### Problem description:
For this exercise, report every line of the material that includes "colour".
※
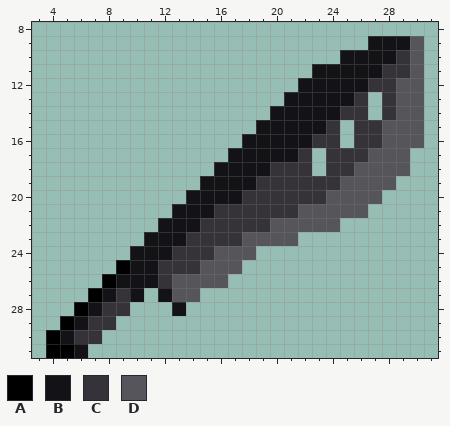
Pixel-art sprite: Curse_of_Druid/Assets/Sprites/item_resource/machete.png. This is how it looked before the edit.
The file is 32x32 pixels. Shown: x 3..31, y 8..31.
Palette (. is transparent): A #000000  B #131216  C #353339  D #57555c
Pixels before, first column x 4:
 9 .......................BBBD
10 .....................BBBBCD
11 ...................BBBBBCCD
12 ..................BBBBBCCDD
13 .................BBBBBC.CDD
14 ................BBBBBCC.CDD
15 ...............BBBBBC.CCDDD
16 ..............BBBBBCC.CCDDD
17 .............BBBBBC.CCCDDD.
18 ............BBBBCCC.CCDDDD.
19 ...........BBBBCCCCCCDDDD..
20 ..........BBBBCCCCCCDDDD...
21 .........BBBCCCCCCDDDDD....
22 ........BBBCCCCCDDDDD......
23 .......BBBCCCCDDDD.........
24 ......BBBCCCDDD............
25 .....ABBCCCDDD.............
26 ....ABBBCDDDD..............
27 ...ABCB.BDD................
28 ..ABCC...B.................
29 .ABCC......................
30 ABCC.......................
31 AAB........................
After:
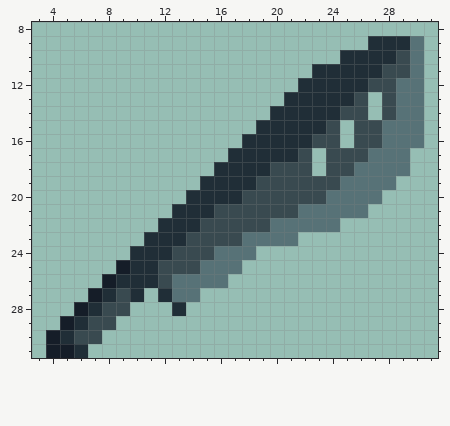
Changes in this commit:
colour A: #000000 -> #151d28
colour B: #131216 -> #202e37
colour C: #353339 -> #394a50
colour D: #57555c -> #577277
※
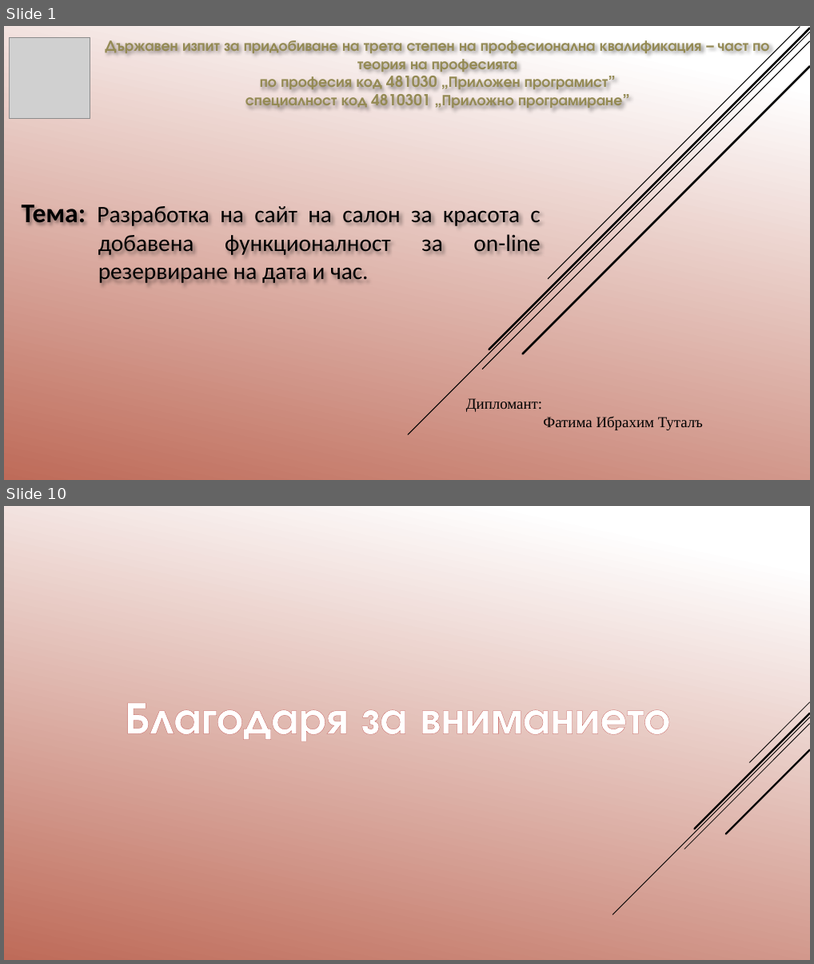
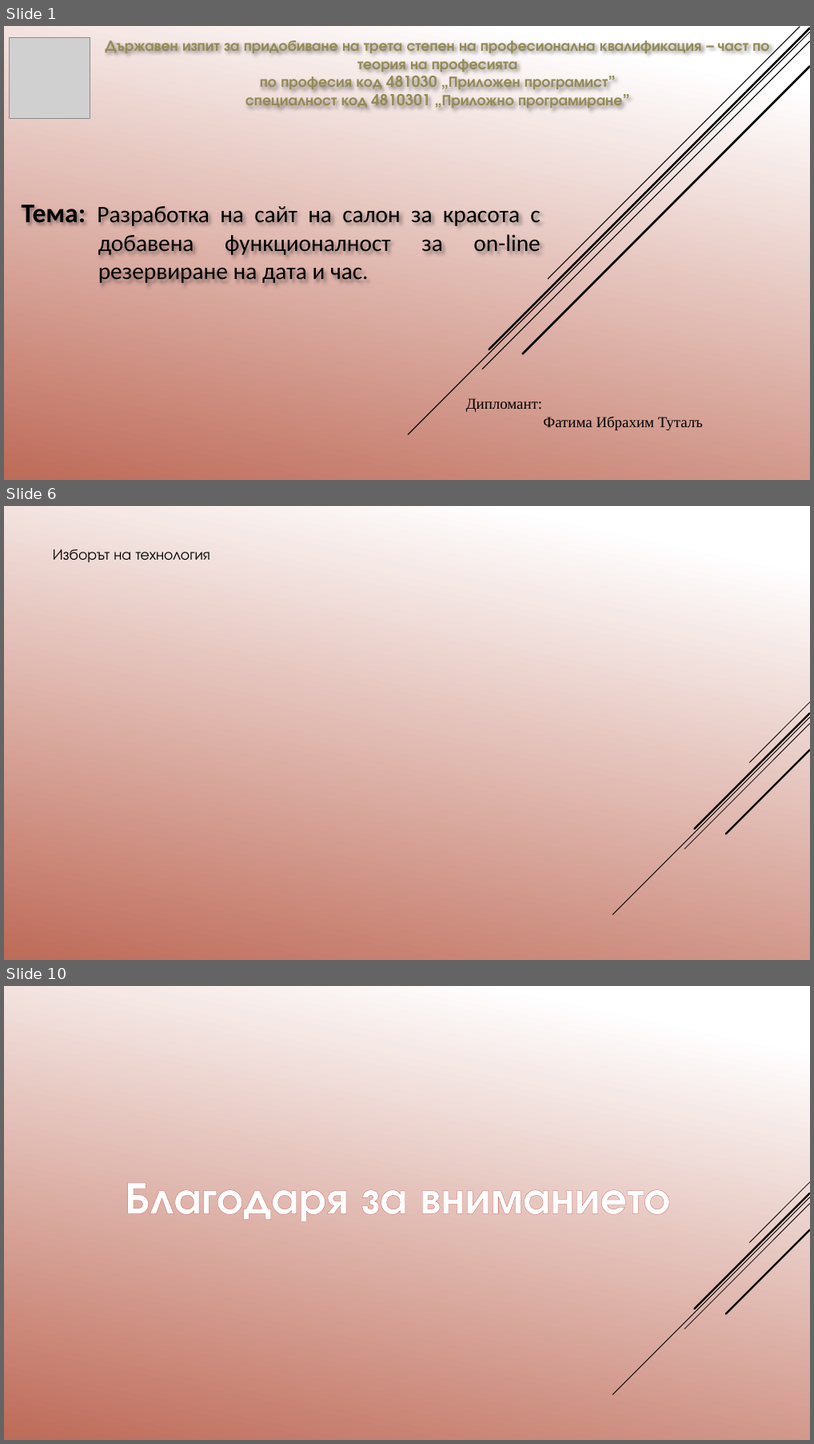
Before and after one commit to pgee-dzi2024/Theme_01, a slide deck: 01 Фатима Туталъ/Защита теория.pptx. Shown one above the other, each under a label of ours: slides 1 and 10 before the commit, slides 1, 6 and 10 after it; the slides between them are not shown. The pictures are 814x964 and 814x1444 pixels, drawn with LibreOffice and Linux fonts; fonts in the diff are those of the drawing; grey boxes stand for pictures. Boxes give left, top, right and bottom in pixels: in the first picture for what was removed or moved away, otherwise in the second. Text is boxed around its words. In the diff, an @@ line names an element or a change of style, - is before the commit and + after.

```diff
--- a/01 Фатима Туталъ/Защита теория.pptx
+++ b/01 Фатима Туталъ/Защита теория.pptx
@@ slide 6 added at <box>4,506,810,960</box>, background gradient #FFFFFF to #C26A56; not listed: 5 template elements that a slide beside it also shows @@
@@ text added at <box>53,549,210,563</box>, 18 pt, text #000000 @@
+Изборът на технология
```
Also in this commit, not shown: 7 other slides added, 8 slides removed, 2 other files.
※
### Solution for this problem:
colour A: #000000 -> #151d28
colour B: #131216 -> #202e37
colour C: #353339 -> #394a50
colour D: #57555c -> #577277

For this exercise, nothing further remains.